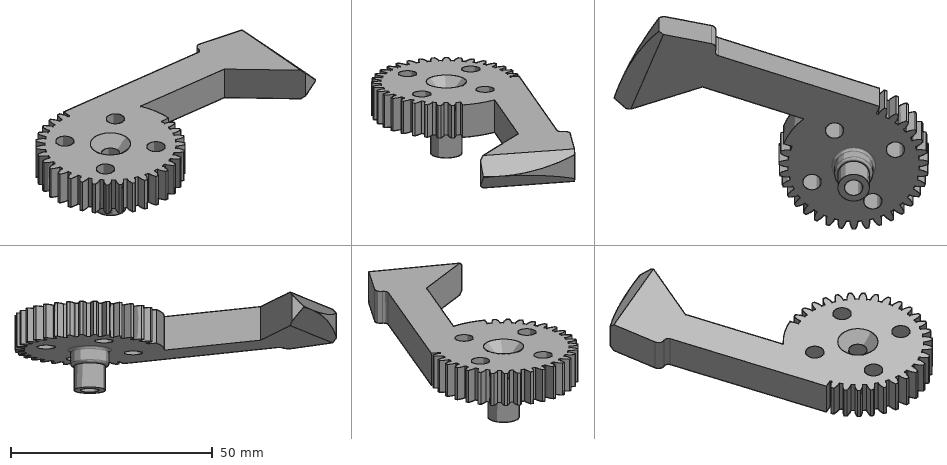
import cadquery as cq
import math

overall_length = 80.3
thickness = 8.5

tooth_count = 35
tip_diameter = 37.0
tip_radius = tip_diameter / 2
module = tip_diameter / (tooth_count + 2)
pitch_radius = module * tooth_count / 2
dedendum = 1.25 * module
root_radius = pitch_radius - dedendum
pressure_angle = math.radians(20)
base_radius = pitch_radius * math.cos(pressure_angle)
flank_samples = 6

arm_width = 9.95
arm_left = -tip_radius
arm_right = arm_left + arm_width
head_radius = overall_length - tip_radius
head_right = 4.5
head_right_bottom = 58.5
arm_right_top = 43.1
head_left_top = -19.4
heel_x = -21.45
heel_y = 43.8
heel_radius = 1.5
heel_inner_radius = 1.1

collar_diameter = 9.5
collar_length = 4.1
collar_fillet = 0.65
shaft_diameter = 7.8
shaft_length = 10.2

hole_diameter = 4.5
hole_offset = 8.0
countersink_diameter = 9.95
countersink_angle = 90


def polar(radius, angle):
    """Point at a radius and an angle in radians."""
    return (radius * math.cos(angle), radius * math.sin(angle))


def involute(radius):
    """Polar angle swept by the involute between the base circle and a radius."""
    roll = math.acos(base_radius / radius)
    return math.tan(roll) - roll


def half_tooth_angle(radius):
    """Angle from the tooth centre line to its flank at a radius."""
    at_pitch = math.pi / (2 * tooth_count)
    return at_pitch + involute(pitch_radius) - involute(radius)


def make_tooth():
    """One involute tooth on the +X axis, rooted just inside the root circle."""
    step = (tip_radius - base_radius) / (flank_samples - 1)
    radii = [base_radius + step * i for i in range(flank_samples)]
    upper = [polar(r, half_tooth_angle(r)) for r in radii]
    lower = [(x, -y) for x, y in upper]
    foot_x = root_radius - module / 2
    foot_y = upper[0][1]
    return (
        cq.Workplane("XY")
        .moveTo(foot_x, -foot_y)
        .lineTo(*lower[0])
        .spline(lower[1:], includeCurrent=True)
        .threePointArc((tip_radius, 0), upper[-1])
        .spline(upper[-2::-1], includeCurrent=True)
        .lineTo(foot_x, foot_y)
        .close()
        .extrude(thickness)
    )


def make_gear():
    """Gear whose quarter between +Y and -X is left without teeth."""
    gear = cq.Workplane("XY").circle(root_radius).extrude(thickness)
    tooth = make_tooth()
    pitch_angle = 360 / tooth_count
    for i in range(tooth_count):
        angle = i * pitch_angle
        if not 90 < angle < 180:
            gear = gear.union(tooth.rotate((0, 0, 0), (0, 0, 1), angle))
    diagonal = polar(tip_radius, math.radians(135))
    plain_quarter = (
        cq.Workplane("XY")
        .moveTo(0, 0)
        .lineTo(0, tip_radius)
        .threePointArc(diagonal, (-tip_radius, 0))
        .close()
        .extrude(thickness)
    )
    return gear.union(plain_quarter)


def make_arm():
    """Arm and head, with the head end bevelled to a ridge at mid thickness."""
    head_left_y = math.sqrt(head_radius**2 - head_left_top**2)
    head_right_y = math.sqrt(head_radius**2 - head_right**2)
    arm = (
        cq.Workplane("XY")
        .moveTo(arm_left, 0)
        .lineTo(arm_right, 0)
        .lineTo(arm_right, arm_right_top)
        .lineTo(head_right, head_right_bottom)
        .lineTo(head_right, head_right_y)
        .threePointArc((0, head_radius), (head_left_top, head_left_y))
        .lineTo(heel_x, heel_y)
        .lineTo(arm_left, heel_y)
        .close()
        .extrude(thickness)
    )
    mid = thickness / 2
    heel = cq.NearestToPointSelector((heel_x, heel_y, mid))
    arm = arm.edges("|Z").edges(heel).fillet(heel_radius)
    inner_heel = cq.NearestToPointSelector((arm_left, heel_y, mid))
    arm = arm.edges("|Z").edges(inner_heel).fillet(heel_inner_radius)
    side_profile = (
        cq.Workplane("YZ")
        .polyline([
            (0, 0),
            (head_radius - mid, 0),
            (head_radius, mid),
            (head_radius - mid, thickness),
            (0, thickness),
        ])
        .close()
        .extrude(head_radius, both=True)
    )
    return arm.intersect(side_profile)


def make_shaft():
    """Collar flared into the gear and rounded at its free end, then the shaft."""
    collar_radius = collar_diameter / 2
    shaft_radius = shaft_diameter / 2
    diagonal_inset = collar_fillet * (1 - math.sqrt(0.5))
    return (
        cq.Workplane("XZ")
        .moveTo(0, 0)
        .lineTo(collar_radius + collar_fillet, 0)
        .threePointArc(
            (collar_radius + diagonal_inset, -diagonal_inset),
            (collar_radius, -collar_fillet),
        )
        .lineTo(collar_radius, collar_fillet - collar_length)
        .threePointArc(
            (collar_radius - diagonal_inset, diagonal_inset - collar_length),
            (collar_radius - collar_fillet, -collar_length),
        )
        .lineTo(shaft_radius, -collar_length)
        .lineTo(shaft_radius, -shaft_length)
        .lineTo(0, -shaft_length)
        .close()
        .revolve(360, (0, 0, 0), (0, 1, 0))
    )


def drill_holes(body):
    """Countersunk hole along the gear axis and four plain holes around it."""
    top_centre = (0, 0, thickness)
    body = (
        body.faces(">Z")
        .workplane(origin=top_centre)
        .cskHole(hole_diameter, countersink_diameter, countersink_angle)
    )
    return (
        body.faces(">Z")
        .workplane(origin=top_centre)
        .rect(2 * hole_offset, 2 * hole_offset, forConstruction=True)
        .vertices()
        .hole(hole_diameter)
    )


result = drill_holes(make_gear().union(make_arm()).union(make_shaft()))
-*-*-
_Task directions_:
All lines above that hold the string "range" should be copied.

_Result of the exercise_:
    radii = [base_radius + step * i for i in range(flank_samples)]
    for i in range(tooth_count):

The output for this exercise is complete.